Haney's handle: Seven college football coaching changes to watch

May 9, 2012 |
Haney's handle: Seven college football coaching changes to watch
Mike Leach will be running the show on the WSU sidelines this season.
Mike Leach will be running the show on the WSU sidelines this season.
It stands to reason that many of the Division I college football teams that made head coaching changes this offseason performed poorly against the pointspread last year.

A failure to cover the spread with consistency often correlates with other problems in the program.

Consider a team that has a solid record straight up but is unable to put away overmatched opponents as a favorite. This situation can make fans and well-heeled supporters of the school restless, whether they are consciously aware of the spread or not.

If a team is losing games outright and failing to cover the number as an underdog, the outlook is even bleaker. This typically means they’re getting blown out week after week, landing the head coach on the hot seat.

The exception comes when a coach performs well straight up and against the number, then cashes in his chips by taking a higher-profile gig. Think Hugh Freeze leaving Arkansas State (10-3 ATS last year) for Mississippi, or Kevin Sumlin going from Houston (11-3 ATS last year) to Texas A&M.
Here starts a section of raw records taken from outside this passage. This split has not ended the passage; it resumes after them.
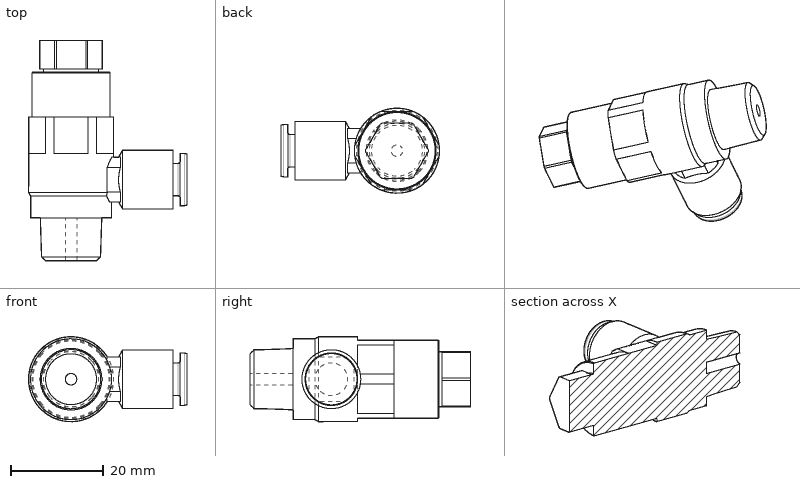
import cadquery as cq
import math

MAIN_RADIUS = 9.25
CAP_RADIUS = 8.5
CAP_CHAMFER = 0.2
COLLAR_RADIUS = 8.8
NECK_RADIUS = 6.0

OVERALL_LENGTH = 47.9
TIP_Y = -17.67
SHOULDER_Y = -8.3
COLLAR_Y = -3.6
COLLAR_CONE_Y = -2.75
FLATS_START_Y = 5.7
FLATS_END_Y = 13.65
CAP_END_Y = 23.4
KNOB_START_Y = 24.0
KNOB_END_Y = TIP_Y + OVERALL_LENGTH

THREAD_SHOULDER_RADIUS = 6.7
THREAD_TIP_RADIUS = 6.43
TIP_CHAMFER = 0.9
BORE_DIAMETER = 2.5
BORE_DEPTH = SHOULDER_Y - TIP_Y

BODY_ACROSS_FLATS = 2 * CAP_RADIUS
KNOB_ACROSS_FLATS = 12.0
KNOB_CORNER_RADIUS = 6.8

STEM_WIDTH = 9.75
STEM_CORNER_RADIUS = 5.55
SOCKET_RADIUS = 6.4
SOCKET_INNER_RADIUS = 4.6
SOCKET_CONE_ANGLE = 30.0
SOCKET_START_X = 11.2
SOCKET_END_X = 22.2
RING_NECK_RADIUS = 3.55
RING_RADIUS = 5.72
RING_START_X = 23.7
RING_END_X = 25.2
RING_FILLET = 0.45
RING_CHAMFER_LENGTH = 0.6
RING_CHAMFER_DEPTH = 0.15


def hexagon(across_flats, start_y, end_y):
    """Hexagonal prism along Y with two flats normal to Z."""
    across_corners = across_flats / math.cos(math.radians(30))
    plane = cq.Workplane("XZ", origin=(0, end_y, 0))
    return plane.polygon(6, across_corners).extrude(end_y - start_y)


def cylinder_y(radius, start_y, end_y):
    """Cylinder along Y."""
    return cq.Workplane("XZ", origin=(0, end_y, 0)).circle(radius).extrude(end_y - start_y)


def make_main_body():
    """Turned body: thread, collar, main barrel, cap and knob neck."""
    profile = [
        (0, TIP_Y),
        (THREAD_TIP_RADIUS - TIP_CHAMFER, TIP_Y),
        (THREAD_TIP_RADIUS, TIP_Y + TIP_CHAMFER),
        (THREAD_SHOULDER_RADIUS, SHOULDER_Y),
        (COLLAR_RADIUS, SHOULDER_Y),
        (COLLAR_RADIUS, COLLAR_Y),
        (MAIN_RADIUS, COLLAR_CONE_Y),
        (MAIN_RADIUS, FLATS_END_Y),
        (CAP_RADIUS, FLATS_END_Y),
        (CAP_RADIUS, CAP_END_Y - CAP_CHAMFER),
        (CAP_RADIUS - CAP_CHAMFER, CAP_END_Y),
        (NECK_RADIUS, CAP_END_Y),
        (NECK_RADIUS, KNOB_START_Y),
        (0, KNOB_START_Y),
    ]
    return cq.Workplane("XY").polyline(profile).close().revolve(360, (0, 0, 0), (0, 1, 0))


def cut_wrench_flats(body):
    """Cut six wrench flats into the top stretch of the main barrel."""
    barrel = cylinder_y(MAIN_RADIUS, FLATS_START_Y, FLATS_END_Y)
    waste = barrel.cut(hexagon(BODY_ACROSS_FLATS, FLATS_START_Y, FLATS_END_Y))
    return body.cut(waste)


def make_knob():
    """Hexagonal adjusting knob with its corners turned down."""
    knob = hexagon(KNOB_ACROSS_FLATS, KNOB_START_Y, KNOB_END_Y)
    return knob.intersect(cylinder_y(KNOB_CORNER_RADIUS, KNOB_START_Y, KNOB_END_Y))


def make_stem():
    """Square stem with turned corners, from the main axis into the socket."""
    square = cq.Workplane("YZ").rect(STEM_WIDTH, STEM_WIDTH).extrude(SOCKET_END_X)
    return square.intersect(cq.Workplane("YZ").circle(STEM_CORNER_RADIUS).extrude(SOCKET_END_X))


def make_socket():
    """Socket barrel with a conical back, and the release ring on its neck."""
    cone_length = (SOCKET_RADIUS - SOCKET_INNER_RADIUS) * math.tan(math.radians(SOCKET_CONE_ANGLE))
    cone_start_x = SOCKET_START_X - cone_length
    fillet_middle = RING_FILLET * (1 - math.sqrt(0.5))
    return (
        cq.Workplane("XY")
        .moveTo(cone_start_x, 0)
        .lineTo(cone_start_x, SOCKET_INNER_RADIUS)
        .lineTo(SOCKET_START_X, SOCKET_RADIUS)
        .lineTo(SOCKET_END_X, SOCKET_RADIUS)
        .lineTo(SOCKET_END_X, RING_NECK_RADIUS)
        .lineTo(RING_START_X - RING_FILLET, RING_NECK_RADIUS)
        .threePointArc(
            (RING_START_X - fillet_middle, RING_NECK_RADIUS + fillet_middle),
            (RING_START_X, RING_NECK_RADIUS + RING_FILLET),
        )
        .lineTo(RING_START_X, RING_RADIUS)
        .lineTo(RING_END_X - RING_CHAMFER_LENGTH, RING_RADIUS)
        .lineTo(RING_END_X, RING_RADIUS - RING_CHAMFER_DEPTH)
        .lineTo(RING_END_X, 0)
        .close()
        .revolve(360, (0, 0, 0), (1, 0, 0))
    )


body = cut_wrench_flats(make_main_body())
body = body.union(make_knob()).union(make_stem()).union(make_socket())

bore = cylinder_y(BORE_DIAMETER / 2, TIP_Y, TIP_Y + BORE_DEPTH)
result = body.cut(bore)

Brand-name coaches like Urban Meyer (Ohio State) and Charlie Weis (Kansas) have received the most attention among new college coaches, and deservedly so. Big names like those can be expected to generate news and chatter in the sports world.

Football handicappers know how essential it is to research coaches with lower profiles as well.

I’m bullish on some, bearish on others, but either way these are the seven new head coaches I’ll be watching from a pointspread perspective this coming season …

Terry Bowden, Akron:

The Zips finished 4-8 ATS last year, ending the season with a four-game losing streak against the number. In his five-plus years as head coach at Auburn, Bowden compiled a winning record straight up but was under .500 ATS.

Bowden said he had his choice of several schools in returning to Division I coaching. He chose Akron because he was impressed by the administration’s commitment to building a new stadium and new practice facilities including a revamped weight room.

Still, he has only 65 scholarship players and plenty of questions on offense and defense. Don’t expect much from the Zips this season, although a turnaround could be in the works in the next couple of years.

Gus Malzahn, Arkansas State:

The Red Wolves shouldn’t miss a beat after losing Freeze. In his three years as offensive coordinator at Auburn, Malzahn earned honor after honor, including the Broyles Award for the sport’s best assistant coach. Malzahn’s fast-paced, no-huddle offensive philosophy figures to fit well at A-State.

Carl Pelini, Florida Atlantic:

Pelini takes over an FAU team that finished 3-9 ATS last year, with little hope in sight. To pay for their new stadium and offset other costs associated with their still-young football program, the Owls typically travel to play “money games” against tough opponents.

Last year, they lost 41-3 as a 34-point underdog at Florida and lost 44-0 as a 32-point underdog at Michigan State. It could be more of the same when they travel to Georgia and Alabama on consecutive Saturdays in September.

Freeze, Ole Miss:

The spread offense favored by Freeze should help the Rebels keep the score somewhat close in two key games this season: at Alabama and at LSU. Last year, Ole Miss lost to Alabama 52-7 as a 27.5-point underdog and lost to LSU 52-3 as a 30.5-point underdog.

The Rebels should improve on last year’s marks of 2-10 straight up and 3-9 ATS.

Larry Fedora, North Carolina:

Another devotee of a hyper-aggressive spread offense, Fedora comes to the Tar Heels after four years at Southern Mississippi. The Golden Eagles went 28-22 (56 percent) against the pointspread over that stretch (discounting pushes and any games in which lines were not widely available).

In an intriguing strategic maneuver, Fedora has already taken some verbal shots at rival North Carolina State. The Tar Heels have lost and failed to cover the spread against N.C. State in each of their past five meetings.

Sumlin, Texas A&M:

In his four years as head coach at Houston, Sumlin’s teams went 28-23 (55 percent) against the spread. The Aggies’ backers at the betting windows are looking for improvement after a 4-9 ATS season a year ago, including a 3-9 ATS mark in the regular season.

Mike Leach, Washington State:

In his decade as head coach at Texas Tech, Leach’s teams grinded out an ATS record of 63-55 (53.4 percent).

Leach figures to generate some decent results with his — you guessed it — spread offense (sense a pattern?) although only true believers expect the Cougars to emerge as a real threat on the national level.

Washington State is a 500-1 long shot to win the BCS championship game in Las Vegas (LVH sports book odds).